William Cullen
Bryant (1794-1878) “alerted the English-speaking
world to an American voice in poetry,”[1]
and Walt Whitman (1819-1892) wanted to be that American voice. Endeavoring
to fulfill requirements set forth by Ralph Waldo Emerson in the 1844 essay
entitled “The Poet,” Whitman’s work reaches out beyond the page to each
American individually. As required by Emerson, Whitman wrote about that with which
he was intimately familiar, put content above poetic structure, and both saw and
named on behalf of the people in an “organic” manner[2].
One can imagine
Walt Whitman on the Brooklyn Ferry admiring a bird as Bryant did from an
unknown location in his poem “To A Waterfowl.” America’s poet would not have
adhered to conventional patterns of meter, rhyme, or verse length. Nor would
his prose have contained alternating end-rhyme scheme or archaic language,
which would not have been understood or appreciated by the common man. While
Bryant’s poem requires effort to comprehend during initial digestion, Whitman’s
version of the same subject matter would require less interpretation initially;
however, masterfully crafted layers would become apparent with subsequent
reading of the work. In this way, Whitman would have appealed to a wider
variety of social classes and differing education levels. A barely literate
rural farmer and a highly educated urban lawyer could each find understanding
at a level appropriate to their life experience.
Had Whitman been
challenged to rewrite “To A Waterfowl” for the American population, his
first task would have been to remove any outdated vocabulary. Rhyme scheme,
regular verse length, and adherence to poetic forms would have also been
abandoned, but most importantly, Whitman’s work would have reached out to the
reader personally in a comforting and welcoming manner. In Bryant’s time,
“everyday language was considered too common for poetry.”[3] Upon
seeing dost (v. 3), thy (v. 4, 8, 14, 17, 24, 26), thou (v. 3, 9, 22, 27), thee
(v. 6), and contractions used in Elizabethan English such as seek’st (v. 9),
o’er (24), and thou’rt (v. 28), Whitman would have immediately replaced them
with common tongue equivalents. Similarly, uncommon words (unless their use was
intentional) that the majority of the population could not grasp would be
altered. “Whither” (v. 1) would be downgraded to where; “plashy” (v. 9) would
be marsh or wetlands, and “marge” (v. 10) would be shore. At the very least, “chaféd”

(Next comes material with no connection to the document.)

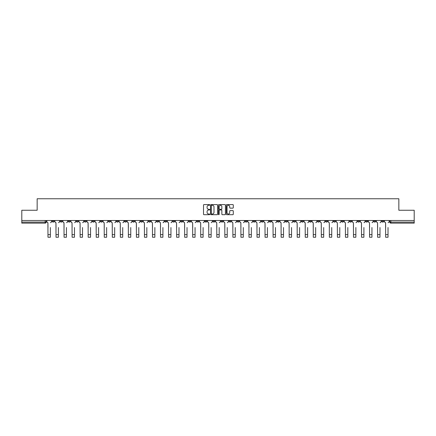 <?xml version="1.0" encoding="UTF-8"?>
<svg xmlns="http://www.w3.org/2000/svg" width="436" height="436" viewBox="0 0 436 436"><rect width="100%" height="100%" fill="white"/><g stroke="black" fill="none" stroke-linecap="round" stroke-linejoin="round"><path stroke-width="0.65" d="M209.754 204.931A0.354 0.354 0 0 0 209.4 204.582L204.026 204.582A0.507 0.507 0 0 0 203.519 205.084L203.519 214.19A0.507 0.507 0 0 0 204.026 214.697L209.4 214.697A0.354 0.354 0 0 0 209.754 214.343A0.354 0.354 0 0 0 209.4 213.989L208.702 213.989A1.619 1.619 0 0 1 207.084 212.37L207.084 211.613A1.619 1.619 0 0 1 208.702 209.994L209.4 209.994A0.354 0.354 0 0 0 209.754 209.64A0.354 0.354 0 0 0 209.4 209.285L208.702 209.285A1.619 1.619 0 0 1 207.084 207.667L207.084 206.904A1.619 1.619 0 0 1 208.702 205.285L209.4 205.285A0.354 0.354 0 0 0 209.754 204.931M317.468 220.512L317.468 221.079L319.528 221.079A1.03 1.03 0 0 1 318.498 222.109A1.03 1.03 0 0 1 317.468 221.079L317.468 220.512M269.23 220.512L269.23 221.079L271.29 221.079A1.03 1.03 0 0 1 270.26 222.109A1.03 1.03 0 0 1 269.23 221.079L269.23 220.512M261.186 220.512L261.186 221.079L263.251 221.079A1.03 1.03 0 0 1 262.216 222.109A1.03 1.03 0 0 1 261.186 221.079L261.186 220.512M212.948 220.512L212.948 221.079L215.013 221.079A1.03 1.03 0 0 1 213.978 222.109A1.03 1.03 0 0 1 212.948 221.079L212.948 220.512M204.909 220.512L204.909 221.079L206.969 221.079A1.03 1.03 0 0 1 205.939 222.109A1.03 1.03 0 0 1 204.909 221.079L204.909 220.512M196.87 220.512L196.87 221.079L198.93 221.079A1.03 1.03 0 0 1 197.9 222.109A1.03 1.03 0 0 1 196.87 221.079L196.87 220.512M180.793 220.512L180.793 221.079L182.853 221.079A1.03 1.03 0 0 1 181.823 222.109A1.03 1.03 0 0 1 180.793 221.079L180.793 220.512M164.71 221.079L164.71 220.512L164.71 221.079A1.03 1.03 0 0 0 165.74 222.109A1.03 1.03 0 0 1 164.71 221.079L166.77 221.079A1.03 1.03 0 0 1 165.74 222.109A1.03 1.03 0 0 0 166.77 221.079L166.77 220.512L166.77 221.079M156.671 221.079L156.671 220.512L156.671 221.079A1.03 1.03 0 0 0 157.701 222.109A1.03 1.03 0 0 1 156.671 221.079L158.731 221.079A1.03 1.03 0 0 1 157.701 222.109M148.632 221.079L148.632 220.512L148.632 221.079A1.03 1.03 0 0 0 149.662 222.109A1.03 1.03 0 0 1 148.632 221.079L150.693 221.079A1.03 1.03 0 0 1 149.662 222.109A1.03 1.03 0 0 0 150.693 221.079L150.693 220.512L150.693 221.079M140.594 220.512L140.594 221.079L142.654 221.079A1.03 1.03 0 0 1 141.624 222.109A1.03 1.03 0 0 1 140.594 221.079L140.594 220.512M132.555 220.512L132.555 221.079L134.615 221.079A1.03 1.03 0 0 1 133.585 222.109A1.03 1.03 0 0 1 132.555 221.079L132.555 220.512M124.511 220.512L124.511 221.079L126.576 221.079A1.03 1.03 0 0 1 125.541 222.109A1.03 1.03 0 0 1 124.511 221.079L124.511 220.512M116.472 221.079L116.472 220.512L116.472 221.079A1.03 1.03 0 0 0 117.502 222.109A1.03 1.03 0 0 1 116.472 221.079L118.532 221.079A1.03 1.03 0 0 1 117.502 222.109M100.394 221.079L100.394 220.512L100.394 221.079A1.03 1.03 0 0 0 101.425 222.109A1.03 1.03 0 0 1 100.394 221.079L102.455 221.079A1.03 1.03 0 0 1 101.425 222.109A1.03 1.03 0 0 0 102.455 221.079L102.455 220.512L102.455 221.079M92.356 221.079L92.356 220.512L92.356 221.079A1.03 1.03 0 0 0 93.386 222.109A1.03 1.03 0 0 1 92.356 221.079L94.416 221.079A1.03 1.03 0 0 1 93.386 222.109A1.03 1.03 0 0 0 94.416 221.079L94.416 220.512L94.416 221.079M84.311 221.079L84.311 220.512L84.311 221.079A1.03 1.03 0 0 0 85.347 222.109A1.03 1.03 0 0 1 84.311 221.079L86.377 221.079A1.03 1.03 0 0 1 85.347 222.109A1.03 1.03 0 0 0 86.377 221.079L86.377 220.512L86.377 221.079M76.273 221.079L76.273 220.512L76.273 221.079A1.03 1.03 0 0 0 77.303 222.109A1.03 1.03 0 0 1 76.273 221.079L78.338 221.079A1.03 1.03 0 0 1 77.303 222.109M68.234 221.079L68.234 220.512L68.234 221.079A1.03 1.03 0 0 0 69.264 222.109A1.03 1.03 0 0 1 68.234 221.079L70.294 221.079A1.03 1.03 0 0 1 69.264 222.109A1.03 1.03 0 0 0 70.294 221.079L70.294 220.512L70.294 221.079M60.195 221.079L60.195 220.512L60.195 221.079A1.03 1.03 0 0 0 61.225 222.109A1.03 1.03 0 0 1 60.195 221.079L62.255 221.079A1.03 1.03 0 0 1 61.225 222.109A1.03 1.03 0 0 0 62.255 221.079L62.255 220.512L62.255 221.079M232.786 208.146A0.507 0.507 0 0 0 233.287 207.64L233.287 205.084A0.507 0.507 0 0 0 232.786 204.582L226.813 204.582A0.507 0.507 0 0 0 226.311 205.084L226.311 214.19A0.507 0.507 0 0 0 226.813 214.697L232.786 214.697A0.507 0.507 0 0 0 233.287 214.19L233.287 211.106A0.507 0.507 0 0 0 232.786 210.599L230.23 210.599A0.507 0.507 0 0 0 229.723 211.106L229.723 212.637A1.352 1.352 0 0 1 228.371 213.989A1.352 1.352 0 0 1 227.02 212.637L227.02 206.642A1.352 1.352 0 0 1 228.371 205.285A1.352 1.352 0 0 1 229.723 206.642L229.723 207.64A0.507 0.507 0 0 0 230.23 208.146L232.786 208.146M21.8 220.512L21.8 210.256L37.158 210.256L37.158 198.762L398.842 198.762L398.842 210.256L414.2 210.256L414.2 220.512L21.8 220.512L21.8 222.109L46.178 222.109L46.178 220.512L46.178 222.109A1.03 1.03 0 0 1 45.148 223.139L21.8 223.139L21.8 222.109M217.559 205.084A0.507 0.507 0 0 0 217.052 204.582L211.084 204.582A0.507 0.507 0 0 0 210.577 205.084L210.577 214.19A0.507 0.507 0 0 0 211.084 214.697L217.052 214.697A0.507 0.507 0 0 0 217.559 214.19L217.559 205.084M218.948 204.582L224.916 204.582A0.507 0.507 0 0 1 225.423 205.084L225.423 214.19A0.507 0.507 0 0 1 224.916 214.697L222.365 214.697A0.507 0.507 0 0 1 221.859 214.19L221.859 210.501A0.507 0.507 0 0 0 221.352 209.994L219.657 209.994A0.507 0.507 0 0 0 219.15 210.501L219.15 214.343A0.354 0.354 0 0 1 218.796 214.697A0.354 0.354 0 0 1 218.441 214.343L218.441 205.084A0.507 0.507 0 0 1 218.948 204.582M389.822 220.512L389.822 222.109L414.2 222.109L414.2 223.139L390.852 223.139A1.03 1.03 0 0 1 389.822 222.109M414.2 220.512L414.2 222.109M383.844 220.512L383.844 221.079A1.03 1.03 0 0 1 382.813 222.109A1.03 1.03 0 0 1 381.783 221.079A1.03 1.03 0 0 0 382.813 222.109A1.03 1.03 0 0 0 383.844 221.079L381.783 221.079L381.783 220.512M375.805 220.512L375.805 221.079A1.03 1.03 0 0 1 374.775 222.109A1.03 1.03 0 0 1 373.745 221.079L375.805 221.079M373.745 220.512L373.745 221.079M367.766 220.512L367.766 221.079A1.03 1.03 0 0 1 366.736 222.109A1.03 1.03 0 0 1 365.706 221.079L367.766 221.079M365.706 220.512L365.706 221.079M359.727 221.079L359.727 220.512L359.727 221.079A1.03 1.03 0 0 1 358.697 222.109A1.03 1.03 0 0 1 357.662 221.079L359.727 221.079A1.03 1.03 0 0 1 358.697 222.109M357.662 220.512L357.662 221.079M351.688 220.512L351.688 221.079A1.03 1.03 0 0 1 350.653 222.109A1.03 1.03 0 0 1 349.623 221.079A1.03 1.03 0 0 0 350.653 222.109M349.623 220.512L349.623 221.079L351.688 221.079M343.644 220.512L343.644 221.079A1.03 1.03 0 0 1 342.614 222.109A1.03 1.03 0 0 1 341.584 221.079L343.644 221.079A1.03 1.03 0 0 1 342.614 222.109M341.584 220.512L341.584 221.079M335.606 220.512L335.606 221.079A1.03 1.03 0 0 1 334.576 222.109A1.03 1.03 0 0 1 333.545 221.079A1.03 1.03 0 0 0 334.576 222.109M333.545 220.512L333.545 221.079L335.606 221.079M327.567 220.512L327.567 221.079A1.03 1.03 0 0 1 326.537 222.109A1.03 1.03 0 0 1 325.507 221.079L327.567 221.079M325.507 220.512L325.507 221.079M319.528 220.512L319.528 221.079A1.03 1.03 0 0 1 318.498 222.109M311.489 220.512L311.489 221.079A1.03 1.03 0 0 1 310.459 222.109A1.03 1.03 0 0 1 309.424 221.079L311.489 221.079M309.424 220.512L309.424 221.079M303.445 220.512L303.445 221.079A1.03 1.03 0 0 1 302.415 222.109A1.03 1.03 0 0 1 301.385 221.079L303.445 221.079M301.385 220.512L301.385 221.079M295.406 220.512L295.406 221.079A1.03 1.03 0 0 1 294.376 222.109A1.03 1.03 0 0 1 293.346 221.079A1.03 1.03 0 0 0 294.376 222.109M293.346 220.512L293.346 221.079L295.406 221.079M287.368 220.512L287.368 221.079A1.03 1.03 0 0 1 286.338 222.109A1.03 1.03 0 0 1 285.308 221.079L287.368 221.079M285.308 220.512L285.308 221.079M279.329 220.512L279.329 221.079A1.03 1.03 0 0 1 278.299 222.109A1.03 1.03 0 0 1 277.269 221.079L279.329 221.079M277.269 220.512L277.269 221.079M271.29 220.512L271.29 221.079M263.251 220.512L263.251 221.079L263.251 220.512M255.207 220.512L255.207 221.079A1.03 1.03 0 0 1 254.177 222.109A1.03 1.03 0 0 1 253.147 221.079L255.207 221.079M253.147 220.512L253.147 221.079M247.168 220.512L247.168 221.079A1.03 1.03 0 0 1 246.138 222.109A1.03 1.03 0 0 1 245.108 221.079L247.168 221.079M245.108 220.512L245.108 221.079M239.13 220.512L239.13 221.079A1.03 1.03 0 0 1 238.1 222.109A1.03 1.03 0 0 1 237.07 221.079L239.13 221.079M237.07 220.512L237.07 221.079M231.091 220.512L231.091 221.079A1.03 1.03 0 0 1 230.061 222.109A1.03 1.03 0 0 1 229.031 221.079L231.091 221.079M229.031 220.512L229.031 221.079M223.052 220.512L223.052 221.079A1.03 1.03 0 0 1 222.022 222.109A1.03 1.03 0 0 1 220.987 221.079L223.052 221.079M220.987 220.512L220.987 221.079M215.013 220.512L215.013 221.079A1.03 1.03 0 0 1 213.978 222.109M206.969 220.512L206.969 221.079M198.93 221.079L198.93 220.512L198.93 221.079A1.03 1.03 0 0 1 197.9 222.109M190.892 220.512L190.892 221.079A1.03 1.03 0 0 1 189.862 222.109A1.03 1.03 0 0 1 188.832 221.079A1.03 1.03 0 0 0 189.862 222.109A1.03 1.03 0 0 0 190.892 221.079L188.832 221.079L188.832 220.512M182.853 221.079L182.853 220.512L182.853 221.079A1.03 1.03 0 0 1 181.823 222.109M174.814 220.512L174.814 221.079A1.03 1.03 0 0 1 173.784 222.109A1.03 1.03 0 0 1 172.749 221.079A1.03 1.03 0 0 0 173.784 222.109M172.749 220.512L172.749 221.079L174.814 221.079M158.731 220.512L158.731 221.079L158.731 220.512M142.654 221.079L142.654 220.512L142.654 221.079A1.03 1.03 0 0 1 141.624 222.109M134.615 221.079L134.615 220.512L134.615 221.079A1.03 1.03 0 0 1 133.585 222.109M126.576 221.079L126.576 220.512L126.576 221.079A1.03 1.03 0 0 1 125.541 222.109M118.532 220.512L118.532 221.079L118.532 220.512M110.493 221.079L110.493 220.512L110.493 221.079A1.03 1.03 0 0 1 109.463 222.109A1.03 1.03 0 0 1 108.433 221.079L110.493 221.079A1.03 1.03 0 0 1 109.463 222.109M108.433 220.512L108.433 221.079M78.338 220.512L78.338 221.079L78.338 220.512M54.217 220.512L54.217 221.079A1.03 1.03 0 0 1 53.187 222.109A1.03 1.03 0 0 1 52.157 221.079A1.03 1.03 0 0 0 53.187 222.109A1.03 1.03 0 0 0 54.217 221.079L54.217 220.512M52.157 220.512L52.157 221.079L54.217 221.079M45.148 220.512L45.148 223.139A1.03 1.03 0 0 0 46.178 222.109M211.64 205.285A0.354 0.354 0 0 0 211.286 205.639L211.286 213.635A0.354 0.354 0 0 0 211.64 213.989L212.37 213.989A1.619 1.619 0 0 0 213.989 212.37L213.989 206.904A1.619 1.619 0 0 0 212.37 205.285L211.64 205.285M221.859 206.664A1.352 1.352 0 0 0 220.502 205.312A1.352 1.352 0 0 0 219.15 206.664L219.15 208.779A0.507 0.507 0 0 0 219.657 209.285L221.352 209.285A0.507 0.507 0 0 0 221.859 208.779L221.859 206.664M46.87 221.597L46.87 220.512L46.87 221.597A1.03 1.03 0 0 0 47.906 222.627L47.982 227.521M47.906 222.627L47.982 237.239L50.353 237.239L50.353 227.521M51.459 221.597L51.459 220.512L51.459 221.597A1.03 1.03 0 0 1 50.429 222.627M54.914 221.597L54.914 220.512L54.914 221.597A1.03 1.03 0 0 0 55.944 222.627L56.021 227.521M55.944 222.627L56.021 237.239L58.391 237.239L58.391 227.521M59.498 221.597L59.498 220.512L59.498 221.597A1.03 1.03 0 0 1 58.468 222.627M62.953 221.597L62.953 220.512L62.953 221.597A1.03 1.03 0 0 0 63.983 222.627L64.059 227.521M63.983 222.627L64.059 237.239L66.43 237.239L66.43 227.521M67.536 221.597L67.536 220.512L67.536 221.597A1.03 1.03 0 0 1 66.506 222.627M70.992 221.597L70.992 220.512L70.992 221.597A1.03 1.03 0 0 0 72.022 222.627L72.098 227.521M72.022 222.627L72.098 237.239L74.469 237.239L74.469 227.521M75.581 221.597L75.581 220.512L75.581 221.597A1.03 1.03 0 0 1 74.545 222.627M58.391 237.239L56.021 237.239M66.43 237.239L64.059 237.239M74.469 237.239L72.098 237.239M79.03 221.597L79.03 220.512L79.03 221.597A1.03 1.03 0 0 0 80.061 222.627L80.137 227.521M80.061 222.627L80.137 237.239L82.508 237.239L82.508 227.521M83.619 221.597L83.619 220.512L83.619 221.597A1.03 1.03 0 0 1 82.589 222.627M87.069 221.597L87.069 220.512L87.069 221.597A1.03 1.03 0 0 0 88.099 222.627L88.181 227.521M88.099 222.627L88.181 237.239L90.552 237.239L90.552 227.521M91.658 221.597L91.658 220.512L91.658 221.597A1.03 1.03 0 0 1 90.628 222.627M82.508 237.239L80.137 237.239M90.552 237.239L88.181 237.239M95.113 221.597L95.113 220.512L95.113 221.597A1.03 1.03 0 0 0 96.143 222.627L96.22 227.521M96.143 222.627L96.22 237.239L98.591 237.239L98.591 227.521M99.697 221.597L99.697 220.512L99.697 221.597A1.03 1.03 0 0 1 98.667 222.627M103.152 221.597L103.152 220.512L103.152 221.597A1.03 1.03 0 0 0 104.182 222.627L104.259 227.521M104.182 222.627L104.259 237.239L106.629 237.239L106.629 227.521M107.736 221.597L107.736 220.512L107.736 221.597A1.03 1.03 0 0 1 106.706 222.627M111.191 221.597L111.191 220.512L111.191 221.597A1.03 1.03 0 0 0 112.221 222.627L112.297 227.521M112.221 222.627L112.297 237.239L114.668 237.239L114.668 227.521M115.774 221.597L115.774 220.512L115.774 221.597A1.03 1.03 0 0 1 114.744 222.627M119.23 221.597L119.23 220.512L119.23 221.597A1.03 1.03 0 0 0 120.26 222.627L120.336 227.521M120.26 222.627L120.336 237.239L122.707 237.239L122.707 227.521M123.819 221.597L123.819 220.512L123.819 221.597A1.03 1.03 0 0 1 122.789 222.627M127.268 221.597L127.268 220.512L127.268 221.597A1.03 1.03 0 0 0 128.298 222.627L128.38 227.521M128.298 222.627L128.38 237.239L130.751 237.239L130.751 227.521M131.857 221.597L131.857 220.512L131.857 221.597A1.03 1.03 0 0 1 130.827 222.627M135.307 221.597L135.307 220.512L135.307 221.597A1.03 1.03 0 0 0 136.343 222.627L136.419 227.521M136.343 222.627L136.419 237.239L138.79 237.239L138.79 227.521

(v. 12) would have lost the accent, but more likely would have been simply replaced
with rough and raw. “Aright” (v. 32) may also have been changed to express the
author’s view of life’s virtuous path more clearly.
Whitman would then
have engaged in the process of transforming Bryant’s structured stanzas into
free verse. His loosely defined stanzas vary in length between a few lines and
nearly a whole page, so Bryant’s quatrains would not have been an option. The
eight four-line stanzas would likely have been consolidated, with line spacing
deleted, and sentences from all stanzas combined into actual paragraphs in
order to better paraphrase them. Rhyming verse ends would be removed, and
sentences would end with commas unless an exclamation point or question mark was
in use.
Most importantly, Whitman’s
version would reach out to the reader in a second person point of view. A sense
of companionship, support, and love of humanity would have been carefully woven
into the fabric of the piece, and readers would know that Whitman was one of
them. However, in this third and most crucial point, an irreconcilable conflict
arises that would have changed Bryant’s theme too drastically for Whitman to
have been seriously considered for a rewrite of “To A Waterfowl”. Bryant’s
direct address is to an animal, but though frequently present in Whitman’s
poetry, nature is not addressed directly by America’s poet; Whitman reserves
that intimacy for humans alone. Further, while Bryant expresses concern for the
bird’s welfare against hunters in the second stanza, “Vainly the fowler’s eye
mighty mark thy distant flight, to do the wrong,” Whitman himself relays his
carnivorous tendencies and appreciation for the hunt commonly.
In “Song of Myself,”[4]
he states, “Alone far in the wilds and mountains
I hunt…Kindling a fire and broiling
the fresh-kill’d game” (p. 29, v. 175 & 178). Whitman also provides
evidence of relating on a personal level to the human hunters and not the
hunted animals, “My face rubs to the hunter’s face when he lies down alone in
his blanket” (p. 64, v. 1264). Even the act of killing itself is shared from
the human perspective, “I go hunting polar furs and the seal, leaping chasms
with a pike-pointed staff, clinging to topples of brittle and blue” (p. 49, v. 806). Whitman then discusses the hunt for
waterfowl specifically, “The duck-shooter walks by silent and
cautious stretches” (p. 32, v. 269), and “My tread scares the wood-drake and
wood-duck on my distant and day-long ramble” (p. 31, v. 237).
Nevertheless,
though Whitman would not have addressed an animal directly, and his perspective
would have been from a human hunter’s point of view, his belief that he “could
turn and live with the animals” (p 45. v. 684) will bridge the moral and
philosophical differences on hunting that (in theory) would have made an exact
thematic rewrite unlikely. Consequently, the hypothetical rewrite of William
Cullen Bryant’s “To A Waterfowl” was accomplished utilizing Walt
Whitman’s “Song of Myself” (p. 24-66), “Crossing Brooklyn Ferry” (p.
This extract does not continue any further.